Module `B0_std.Conv`

Value converters.

A value converter describes how to encode and decode OCaml values to a binary presentation and a textual, human specifiable, s-expression based, representation.

Notation. Given a value v and a converter c we write [v]_c the textual encoding of v according to c.

Low-level encoders and decoders

exception Error of int * int * string

The exception for conversion errors. This exception is raised both by encoders and decoders with raise_notrace. The integers indicates a byte index range in the input on decoding errors, it is meaningless on encoding ones.

Note. This exception is used for defining converters. High-level converting functions do not raise but use result values to report errors.

module Bin : sig ... end: Binary codecs.

module Txt : sig ... end: Textual codecs

Converters

type 'a t: The type for converters.

val v : kind:string -> docvar:string -> 'a Bin.enc -> 'a Bin.dec -> 'a Txt.enc -> 'a Txt.dec -> 'a t: v ~kind ~docvar bin_enc bin_dec txt_enc txt_dec is a value converter using bin_enc, bin_dec, txt_enc, txt_dec for binary and textual conversions. kind documents the kind of converted value and docvar a meta-variable used in documentation to stand for these values (use uppercase e.g. INT for integers).

val kind : 'a t -> string: kind c is the documented kind of value converted by c.

val docvar : 'a t -> string: docvar c is the documentation meta-variable for values converted by c.

val bin_enc : 'a t -> 'a Bin.enc: bin_enc c is the binary encoder of c.

val bin_dec : 'a t -> 'a Bin.dec: bin_dec c is the binary decoder of c.

val txt_enc : 'a t -> 'a Txt.enc: txt_enc c is the textual encoder of c.

val txt_dec : 'a t -> 'a Txt.dec: txt_dec c is the textual decoder of c.

val with_kind : ?⁠docvar:string -> string -> 'a t -> 'a t: with_kind ~docvar k c is c with kind k and documentation meta-variable docvar (defaults to docvar c).

val with_docvar : string -> 'a t -> 'a t: with_docvar docvar c is c with documentation meta-variable docvar.

val with_conv : kind:string -> docvar:string -> ('b -> 'a) -> ('a -> 'b) -> 'a t -> 'b t: with_conv ~kind ~docvar to_t of_t t_conv is a converter for type 'b given a converter t_conv for type 'a and conversion functions from and to type 'b. The conversion functions should raise Error if they are not total.

Converting

val to_bin : ?⁠buf:Stdlib.Buffer.t -> 'a t -> 'a -> (string, string) Stdlib.result: to_bin c v binary encodes v using c. buf is used as the internal buffer if specified (it is Buffer.cleared before usage).

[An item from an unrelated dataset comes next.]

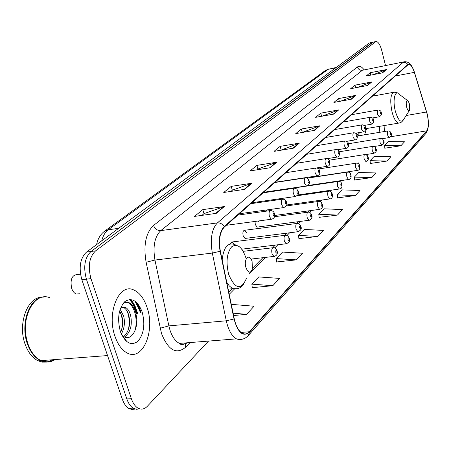 <?xml version="1.0" encoding="UTF-8"?>
<svg xmlns="http://www.w3.org/2000/svg" width="451" height="451" viewBox="0 0 451 451"><rect width="100%" height="100%" fill="white"/><g stroke="black" fill="none" stroke-linecap="round" stroke-linejoin="round"><path stroke-width="0.68" d="M290.055 188.873L289.542 188.631L288.696 189.076M280.291 199.472L279.761 198.744M278.047 198.987L277.743 199.838M269.816 210.662L269.332 209.58M266.721 209.946L266.552 211.113M258.491 221.638L258.271 221.001M255.012 221.441L255.305 224.615L257.109 227.107L257.73 227.028M246.517 232.812L244.667 230.281C243.004 230.562 242.508 232.445 243.179 235.924L245.011 238.444L245.71 238.353M233.866 244.239L232.079 241.978L230.241 243.952M379.872 132.239L379.116 126.404M356.211 133.113L358.754 135.796M364.532 134.832L366.697 128.507M317.989 167.721L319.156 168.888M309.172 177.091L310.265 177.519M140.109 310.158L136.264 302.074L140.109 310.158L140.774 312.408L140.109 310.158M136.698 314.014L133.891 306.003L131.574 302.069L129.443 299.492M372.689 42.163L369.29 43.008L86.541 252.053C80.171 258.22 78.604 267.432 81.851 279.688L122.317 399.18C123.85 403.566 125.97 406.627 128.682 408.369L131.901 409.514L135.131 409.046M373.112 42.078L91.051 251.466C84.703 257.639 83.159 266.868 86.4 279.158L126.827 398.938C128.355 403.335 130.469 406.402 133.175 408.149L136.388 409.299L139.613 408.82L136.388 409.299L133.175 408.149C130.469 406.402 128.355 403.335 126.827 398.938L86.4 279.158C83.159 266.868 84.703 257.639 91.051 251.466L372.278 42.388L375.677 41.543M147.049 307.43C143.982 298.376 139.545 292.547 133.727 289.942C119.177 282.602 106.351 312.622 114.999 336.373C117.841 344.502 121.793 349.982 126.861 352.817C142.544 362.074 155.544 330.955 147.049 307.43C143.982 298.376 139.545 292.547 133.727 289.942C119.177 282.602 106.351 312.622 114.999 336.373C117.841 344.502 121.793 349.982 126.861 352.817C142.544 362.074 155.544 330.955 147.049 307.43M427.165 114.159C428.833 122.091 428.698 127.65 426.759 130.835L249.42 331.739C247.311 334.05 244.983 334.586 242.424 333.34C238.664 331.147 235.941 326.298 234.261 318.812L220.364 251.179C218.526 240.005 219.851 231.961 224.344 227.039L407.98 64.814L409.034 64.392C410.946 64.673 412.716 67.334 414.351 72.369L427.165 114.159M427.249 114.064L414.43 72.228C412.265 65.795 410.089 63.213 407.896 64.482L224.198 226.549C219.592 231.594 218.228 239.842 220.116 251.297L234.018 318.958C237.919 332.849 243.1 337.263 249.561 332.207L426.832 131.156C428.828 127.887 428.963 122.193 427.249 114.064M130.627 299.47L132.724 302.035L135.007 305.941L137.718 313.614M252.284 287.653L272.821 285.709L279.507 278.402L258.761 276.931L251.844 284.153L252.301 287.823M276.705 261.952L296.47 259.866L302.525 253.253L282.585 252.053L276.316 258.598L276.728 262.121M298.883 238.624L317.921 236.431L323.429 230.41L304.239 229.441L298.534 235.399L298.9 238.782M384.833 148.193L400.9 145.769L404.53 141.794L388.401 141.552L384.624 145.498L384.844 148.323M370.322 163.465L386.902 161.058L390.825 156.768L374.161 156.418L370.085 160.674L370.333 163.6M354.627 179.972L371.771 177.593L376.016 172.953L358.782 172.479L354.373 177.085L354.644 180.112M337.613 197.871L355.349 195.537L359.96 190.497L342.123 189.882L337.331 194.883L337.63 198.017M319.099 217.354L337.466 215.076L342.495 209.58L324.004 208.802L318.789 214.248L319.116 217.506M385.509 65.48L381.783 50.608C380.193 44.824 378.299 41.774 376.1 41.458L95.578 250.874C89.264 257.059 87.731 266.31 90.972 278.628L131.359 398.695C132.882 403.098 134.996 406.176 137.69 407.93C141.101 409.914 144.314 409.367 147.325 406.3L208.525 341.091M270.267 167.716L250.13 170.912L256.878 165.393L276.813 162.191L270.267 167.716M244.684 189.335L223.752 192.481L231.211 186.381L251.923 183.219L244.684 189.335M216.26 213.351L194.482 216.418L202.775 209.636L224.322 206.541L216.26 213.351M333.712 114.109L315.649 117.339L320.774 113.145L338.673 109.92L333.712 114.109M351.346 99.214L333.881 102.428L338.6 98.572L355.901 95.364L351.346 99.214M367.565 85.504L350.675 88.695L355.027 85.138L371.771 81.952L367.565 85.504M382.544 72.848L366.189 76.01L370.215 72.718L386.434 69.567L382.544 72.848M293.426 148.154L274.022 151.373L280.156 146.361L299.363 143.13L293.426 148.154M314.482 130.362L295.771 133.592L301.364 129.014L319.9 125.784L314.482 130.362M233.584 315.525L246.618 314.341L254.043 306.229L232.423 304.436L231.504 305.395M301.364 129.014L302.294 132.397M302.187 132.481L319.9 125.784M280.156 146.361L281.142 149.884M280.674 150.268L299.363 143.13M370.215 72.718L370.829 75.114M373.484 74.601L386.434 69.567M355.027 85.138L355.704 87.748M357.761 87.359L371.771 81.952M338.6 98.572L339.349 101.419M340.697 101.171L355.901 95.364M320.774 113.145L321.614 116.273M322.104 116.183L338.673 109.92M202.775 209.636L203.999 213.667M201.941 215.364L204.089 213.588L224.322 206.541M231.211 186.381L232.344 190.226M230.923 191.404L232.434 190.153L251.923 183.219M256.878 165.393L257.933 169.074M257.031 169.818L258.017 169.001L276.813 162.191M337.466 215.076L318.789 214.248M355.349 195.537L337.331 194.883M371.771 177.593L354.373 177.085M386.902 161.058L370.085 160.674M400.9 145.769L384.624 145.498M317.921 236.431L298.534 235.399M296.47 259.866L276.316 258.598M272.821 285.709L251.844 284.153M246.618 314.341L233.099 313.169M406.622 107.05C407.625 110.394 408.6 111.442 409.559 110.191L409.514 104.164L408.262 101.125C406.34 99.744 405.793 101.723 406.622 107.05M357.711 134.894L359.785 132.509M352.366 113.94L352.457 114.543M80.504 274.146L77.414 274.512C71.906 274.986 70.001 279.637 71.698 288.46C72.803 291.504 74.398 293.375 76.484 294.063L79.438 293.742M245.998 267.714C248.304 273.137 250.429 273.61 252.368 269.14L252.109 261.597C249.651 252.537 243.185 258.823 245.998 267.714M49.802 297.761C33.712 290.664 18.908 320.768 28.12 344.367C31.13 352.423 35.42 357.852 41.007 360.637C45.912 362.852 50.613 362.491 55.118 359.565M27.612 313.428C24.439 323.536 24.585 333.808 28.052 344.231L29.941 348.674M41.396 360.608C45.844 362.418 50.123 362.097 54.233 359.633M43.499 297.074C29.349 297.367 19.85 324.337 27.601 344.412C30.606 352.468 34.902 357.891 40.489 360.676C45.393 362.892 50.1 362.531 54.61 359.599M42.101 297.271C27.562 296.561 17.296 324.043 25.262 344.609C28.272 352.654 32.573 358.071 38.166 360.856L42.321 362.142L46.498 362.119M48.296 361.702L52.31 359.78M120.124 309.268L123.709 316.247C125.124 322.877 124.324 328.802 121.313 334.016M119.622 310.925L121.979 316.416C123.23 321.991 122.785 327.285 120.631 332.286M120.502 308.213L122.965 306.956L125.519 307.413C127.87 308.76 129.584 311.483 130.66 315.587C132.459 325.346 130.407 332.494 124.504 337.027M120.93 307.182L123.766 307.588C126.122 308.935 127.836 311.652 128.918 315.751C130.655 324.776 128.901 331.733 123.67 336.621M121.905 335.285L124.324 336.942C132.538 341.227 139.314 326.034 135.926 314.319M142.127 311.872C137.645 300.637 131.884 297.209 124.859 301.589C118.557 308.676 117.057 318.654 120.366 331.53C125.169 342.963 131.027 346.216 137.95 341.277C143.931 333.994 145.323 324.19 142.127 311.872M123.016 337.292L126.207 340.387L122.79 336.92M124.194 302.204L128.039 302.677C134.55 305.626 138.35 320.283 134.748 331.367M127.306 311.466C129.324 316.856 129.713 322.831 128.467 329.393M120.518 312.447C122.407 317.622 122.779 323.35 121.64 329.636M123.867 302.548L126.393 301.973L128.918 302.587C132.323 304.487 134.748 308.36 136.191 314.212M369.29 43.008L375.271 41.768M122.317 399.18L131.359 398.695M81.851 279.688L90.972 278.628M86.541 252.053L95.578 250.874M336.204 67.475L328.102 69.324L335.769 67.791M325.233 70.604L328.102 69.324L108.195 229.785L118.641 228.319M104.288 231.414L108.195 229.785C105.213 232.023 103.059 235.704 101.74 240.817M426.759 130.835L390.667 136.754M384.427 131.512L384.089 125.558M190.108 342.551L185.389 347.428L185.474 343.735M185.389 347.428C176.166 354.796 168.206 350.162 161.503 333.52L146.101 262.245C143.288 245.175 145.763 232.908 153.537 225.444L357.423 66.974C359.402 65.587 361.589 66.494 363.974 69.702M234.018 318.958L226.284 320.802L168.86 325.887L169.976 330.109C172.265 336.92 175.416 341.351 179.436 343.403C182.181 344.66 184.803 344.451 187.289 342.777M185.874 342.89L185.541 343.234M224.198 226.549C222.45 223.921 220.184 222.709 217.41 222.901L403.256 62.255L405.9 62.61L407.896 64.482M220.116 251.297L212.32 253.067C210.019 239.069 211.716 229.012 217.41 222.901L160.776 230.613C154.637 236.64 152.697 246.455 154.952 260.058L168.86 325.887L160.099 328.232M403.859 61.877L362.378 70.271L404.564 61.742C407.665 61.55 410.224 63.298 412.242 66.99M242.232 339.214L239.391 339.721L236.465 338.87C231.775 336.113 228.381 330.093 226.284 320.802L212.32 253.067L154.952 260.058L146.101 262.245M249.561 332.207L248.366 335.471C245.062 339.084 241.093 340.217 236.465 338.87L179.436 343.403C181.116 345.105 183.281 344.93 185.942 342.884M248.557 335.256L425.851 133.519L426.832 131.156M357.423 66.974C358.291 69.392 359.943 70.491 362.378 70.271L160.776 230.613C157.405 230.703 154.992 228.978 153.537 225.444M249.42 331.739L241.043 332.426M229.232 294.328L234.407 289.057M249.324 273.858L265.481 257.397M274.783 247.92L277.867 244.78M286.994 235.478L289.643 232.778M298.607 223.645L300.862 221.351M309.657 212.387L311.551 210.459M320.193 201.653L321.755 200.064M330.239 191.416L331.502 190.136M339.84 181.635L340.821 180.637M349.018 172.288L349.745 171.549M357.801 163.335L358.291 162.839M366.212 154.766L366.488 154.484M426.567 112L406.188 115.512M414.351 72.369L395.324 75.993M374.916 95.725L374.482 94.406M180.609 344.152L180.676 343.301M313.935 130.452L319.263 125.959M333.188 114.204L338.058 110.089M350.833 99.305L355.309 95.533M367.075 85.6L371.196 82.121M382.07 72.944L385.881 69.725M292.857 148.244L298.709 143.311M269.681 167.811L276.13 162.366M244.07 189.426L251.218 183.399M215.623 213.441L223.583 206.721M407.338 100.421L400.014 94.873C395.516 88.103 392.167 99.299 395.335 111.155C398.143 120.366 400.883 123.208 403.555 119.673L409.356 110.512M397.827 92.996L394.253 92.173C390.51 93.752 389.782 100.37 392.054 112.023C393.915 118.816 396.119 122.503 398.661 123.089L399.456 122.976M245.857 257.701C241.99 246.838 237.265 243.202 231.69 246.798C226.763 252.983 225.771 262.217 228.713 274.507C235.23 289.379 241.167 290.607 246.528 278.199M226.768 282.343L229.271 285.895L232.028 288.189L232.97 288.657L237.344 288.708M236.685 245.31L233.257 244.115C227.146 243.021 223.448 248.304 222.168 259.951M140.267 312.611L139.562 310.215L134.928 301.026M141.135 312.267L137.702 303.551M137.205 313.811L134.443 305.964L132.628 302.756L130.012 299.458M389.286 137.566L387.663 135.255C387.161 132.662 387.341 131.207 388.215 130.88L389.968 131.382L391.147 133.265M391.096 133.552C390.527 132.402 390.312 132.628 390.436 134.223C391.006 135.373 391.226 135.148 391.096 133.552M381.85 145.267L380.17 142.933C379.652 140.272 379.855 138.778 380.768 138.451L382.6 139.009L383.745 140.87M383.694 141.174C383.108 140.007 382.882 140.244 383.012 141.879C383.598 143.04 383.824 142.804 383.694 141.174M374.104 153.289L372.368 150.927C371.838 148.193 372.058 146.66 373.022 146.333L374.956 146.975L376.044 148.785M375.987 149.112C375.384 147.934 375.147 148.176 375.277 149.845C375.88 151.023 376.117 150.781 375.987 149.112M366.037 161.644L364.239 159.259C363.698 156.446 363.934 154.873 364.949 154.546C366.962 155.031 367.982 155.86 368.01 157.033M367.96 157.382C367.334 156.187 367.086 156.441 367.215 158.149C367.841 159.344 368.089 159.09 367.96 157.382M357.62 170.365L355.76 167.952C355.202 165.049 355.456 163.437 356.532 163.11C358.246 163.115 359.284 163.955 359.639 165.635M359.582 166.013C358.934 164.795 358.68 165.06 358.81 166.808C359.458 168.02 359.712 167.755 359.582 166.013M348.832 179.464L348.499 179.504L346.909 177.029C346.334 174.035 346.61 172.372 347.749 172.051C349.514 172.107 350.562 172.958 350.895 174.61M350.839 175.016C350.173 173.787 349.903 174.063 350.032 175.851C350.703 177.08 350.974 176.803 350.839 175.016M339.654 188.969L339.282 189.014L337.658 186.511C337.066 183.422 337.371 181.714 338.577 181.398C340.37 181.488 341.435 182.351 341.762 183.991M341.706 184.425C341.012 183.179 340.73 183.467 340.86 185.299C341.554 186.545 341.835 186.257 341.706 184.425M330.053 198.919L329.636 198.959L327.984 196.433C327.37 193.237 327.702 191.478 328.982 191.168C330.295 190.925 331.367 191.799 332.207 193.795M332.15 194.268C331.429 193 331.135 193.304 331.265 195.182C331.987 196.444 332.286 196.146 332.15 194.268M319.996 209.326L319.539 209.371L317.848 206.823C317.216 203.508 317.577 201.704 318.942 201.4C320.278 201.185 321.36 202.071 322.206 204.061M322.149 204.574C321.4 203.288 321.089 203.604 321.219 205.526C321.969 206.812 322.279 206.496 322.149 204.574M309.459 220.24L308.946 220.285L307.227 217.709C306.573 214.276 306.973 212.415 308.422 212.128C309.572 211.919 310.671 212.816 311.714 214.823M311.664 215.375C310.886 214.073 310.559 214.405 310.694 216.379C311.472 217.681 311.793 217.348 311.664 215.375M298.404 231.696L297.829 231.741L296.082 229.142C295.405 225.573 295.839 223.651 297.389 223.38C298.568 223.211 299.678 224.119 300.71 226.103M300.659 226.706C299.853 225.382 299.509 225.737 299.639 227.761C300.451 229.08 300.794 228.73 300.659 226.706M286.785 243.726L286.143 243.765L284.367 241.15C283.668 237.435 284.147 235.456 285.804 235.208C287.016 235.078 288.133 235.991 289.153 237.959M289.102 238.613C288.257 237.271 287.901 237.638 288.031 239.718C288.877 241.06 289.232 240.693 289.102 238.613M274.563 256.382L273.842 256.422L272.043 253.783C271.322 249.91 271.852 247.864 273.627 247.644C274.839 247.543 275.961 248.467 276.987 250.423M276.942 251.139C276.063 249.775 275.691 250.164 275.815 252.301C276.7 253.665 277.072 253.276 276.942 251.139M379.353 116.775L377.65 114.374C377.143 111.786 377.329 110.32 378.209 109.988C380.227 110.371 381.236 111.183 381.225 112.429M380.481 113.348C381.067 114.531 381.298 114.317 381.168 112.699C380.582 111.51 380.356 111.73 380.481 113.348M371.59 124.177L369.831 121.747C369.313 119.087 369.51 117.587 370.44 117.249C372.492 117.677 373.518 118.5 373.501 119.729M372.729 120.693C373.332 121.894 373.569 121.669 373.445 120.017C372.836 118.816 372.599 119.041 372.729 120.693M363.506 131.889L361.685 129.431C361.15 126.697 361.369 125.158 362.345 124.82C364.459 125.344 365.502 126.179 365.457 127.334M364.65 128.349C365.276 129.567 365.524 129.336 365.395 127.644C364.769 126.421 364.521 126.658 364.65 128.349M355.072 139.928L353.189 137.442C352.637 134.629 352.874 133.051 353.905 132.712C356.042 133.169 357.096 134.02 357.068 135.261M356.228 136.332C356.871 137.572 357.13 137.324 357 135.599C356.358 134.359 356.098 134.601 356.228 136.332M346.272 148.323L344.322 145.808C343.752 142.911 344.012 141.287 345.1 140.949C347.281 141.439 348.347 142.302 348.307 143.536M347.433 144.664C348.104 145.921 348.375 145.667 348.24 143.897C347.574 142.64 347.304 142.894 347.433 144.664M337.077 157.089L336.75 157.134L335.059 154.552C334.467 151.559 334.755 149.89 335.905 149.552C337.641 149.597 338.724 150.476 339.158 152.179M338.244 153.368C338.938 154.648 339.22 154.377 339.09 152.568C338.397 151.294 338.115 151.559 338.244 153.368M327.465 166.261L327.099 166.306L325.368 163.69C324.759 160.601 325.07 158.887 326.293 158.555C328.063 158.645 329.162 159.53 329.591 161.216M328.638 162.473C329.36 163.769 329.653 163.493 329.523 161.638C328.802 160.342 328.508 160.618 328.638 162.473M317.397 175.856L316.991 175.907L315.221 173.257C314.595 170.061 314.933 168.302 316.23 167.975C318.045 168.11 319.156 169.012 319.573 170.675M318.581 172.006C319.331 173.319 319.635 173.026 319.505 171.126C318.761 169.813 318.451 170.106 318.581 172.006M306.855 185.913L306.398 185.964L304.588 183.286C303.946 179.977 304.312 178.162 305.693 177.846C307.543 178.032 308.67 178.946 309.076 180.586M308.039 181.995C308.817 183.331 309.144 183.021 309.008 181.076C308.236 179.735 307.909 180.045 308.039 181.995M295.788 196.467L295.281 196.518L293.432 193.812C292.767 190.378 293.173 188.507 294.644 188.197L296.645 188.879L298.066 190.976M296.978 192.476C297.79 193.834 298.128 193.507 297.998 191.506C297.192 190.153 296.848 190.474 296.978 192.476M284.169 207.545L283.6 207.595L281.717 204.867C281.024 201.298 281.469 199.37 283.048 199.077L285.15 199.855L286.503 201.89M285.365 203.486C286.205 204.861 286.565 204.523 286.436 202.465C285.59 201.09 285.235 201.428 285.365 203.486M271.953 219.197L271.305 219.248L269.388 216.491C268.678 212.776 269.168 210.786 270.854 210.516C272.883 210.955 274.045 211.902 274.338 213.362M273.148 215.059C274.028 216.463 274.4 216.102 274.276 213.994C273.396 212.59 273.018 212.945 273.148 215.059M128.682 408.369L137.69 407.93M96.582 244.628C97.805 238.771 100.488 234.278 104.643 231.154L325.436 70.457L328.841 68.935M428.371 125.976L427.644 130.17L426.026 133.316M409.034 64.392L408.465 64.504M379.359 126.359L379.872 132.273M228.804 292.248L232.276 288.725M252.577 268.142L262.871 257.701M272.675 247.762L275.307 245.09M284.947 235.315L287.135 233.094M296.611 223.482L298.393 221.678M307.717 212.224L309.132 210.786M318.299 201.49L319.376 200.396M328.396 191.252L329.168 190.469M338.036 181.477L338.532 180.975M365.665 128.682L399.411 122.988L401.469 122.097L403.098 120.434M372.487 96.17L393.481 92.314M228.167 289.153L232.97 288.657C237.418 289.514 241.048 287.986 243.867 284.068M136.039 310.513L133.338 304.239L129.882 299.464M41.007 360.637L107.547 355.568M38.166 360.856L40.489 360.676M123.766 307.588L125.519 307.413M128.039 302.677L128.918 302.587M357.231 136.05L388.001 130.914M382.166 138.728L389.078 137.594C391.338 136.078 392.043 134.686 391.186 133.417M348.369 143.762L380.531 138.491M374.172 146.496L381.619 145.301C383.902 144.038 384.624 142.617 383.79 141.033M339.028 151.807L372.763 146.372M365.738 154.603L373.856 153.323C376.224 152.021 376.968 150.572 376.089 148.965M329.145 160.201L364.662 154.592M365.761 161.684C368.258 160.257 369.025 158.769 368.067 157.23M318.609 168.973L356.211 163.161M309.905 177.576L357.316 170.399C359.436 170.241 360.225 168.719 359.695 165.844M307.187 178.184L347.394 172.107M307.875 185.508L348.499 179.504C350.681 179.34 351.504 177.79 350.963 174.841M289.114 188.693L338.177 181.454M297.829 194.984L339.282 189.014C341.52 188.884 342.371 187.295 341.835 184.245M297.243 195.728L328.537 191.235M286.678 204.98L329.636 198.959C331.942 198.857 332.827 197.228 332.286 194.077M286.3 205.96L318.445 201.473M274.67 215.477L319.539 209.371C322.104 208.678 323.017 207.009 322.29 204.371M274.484 216.722L307.864 212.201M257.109 227.107L308.946 220.285C311.562 219.581 312.52 217.872 311.816 215.161M243.991 230.371L296.758 223.465M245.011 238.444L297.829 231.741C300.964 230.399 301.967 228.646 300.828 226.481M231.312 242.074L285.094 235.298M241.809 249.177L286.143 243.765C289.395 242.463 290.444 240.665 289.277 238.37M243.207 251.325L272.821 247.746M251.044 259.083L273.842 256.422C276.739 255.864 277.839 254.014 277.134 250.88M372.498 117.965L379.15 116.809C381.371 115.557 382.076 114.142 381.264 112.57M351.498 114.712L378 110.021M364.284 125.423L371.37 124.211C373.676 122.92 374.403 121.477 373.546 119.881M343.262 121.984L370.209 117.288M355.692 133.197L363.264 131.923C365.682 130.514 366.432 129.042 365.502 127.503M334.687 129.561L362.091 124.865M346.689 141.31L354.802 139.968C356.904 139.731 357.677 138.22 357.113 135.447M325.746 137.459L353.623 132.757M337.218 149.783L345.973 148.362C348.116 148.154 348.916 146.609 348.364 143.739M316.422 145.696L344.789 141M327.206 158.651L336.75 157.134C338.943 156.948 339.766 155.37 339.22 152.404M306.686 154.293L335.555 149.608M316.382 167.969L327.099 166.306C329.36 166.143 330.211 164.525 329.658 161.464M296.516 163.285L325.898 158.617M275.025 182.266L316.991 175.907C319.488 175.157 320.373 173.505 319.652 170.94M285.866 172.688L315.796 168.043M263.705 192.267L306.398 185.964C308.941 185.214 309.86 183.518 309.166 180.879M274.721 182.537L305.203 177.919M251.838 202.747L295.281 196.518C298.325 195.12 299.289 193.378 298.162 191.303M263.034 192.859L294.091 188.281M239.391 213.746L283.6 207.595C286.757 206.22 287.761 204.438 286.611 202.245M250.767 203.694L282.416 199.167M226.312 225.297L271.305 219.248C274.112 218.628 275.166 216.796 274.462 213.757M237.874 215.088L270.138 210.617"/></g></svg>

val of_bin : 'a t -> string -> ('a, string) Stdlib.result: of_bin c s binary decodes a value from s using c.

val to_txt : ?⁠buf:Stdlib.Buffer.t -> 'a t -> 'a -> (string, string) Stdlib.result: to_txt c v textually encodes v using c. buf is used as the internal buffer if specified (it is Buffer.cleared before usage).

val of_txt : 'a t -> string -> ('a, string) Stdlib.result: of_txt c s textually decodes a value from s using c.

val to_pp : 'a t -> 'a Fmt.t: to_pp c is a formatter using to_txt to format values. Any error that might occur is printed in the output using the s-expression (conv-error [c]_kind [e]) with [c]_kind the atom for the value kind c and [e] the atom for the error message.

Predefined converters

val bool : bool t: bool converts booleans. Textual conversions represent booleans with the atoms true and false.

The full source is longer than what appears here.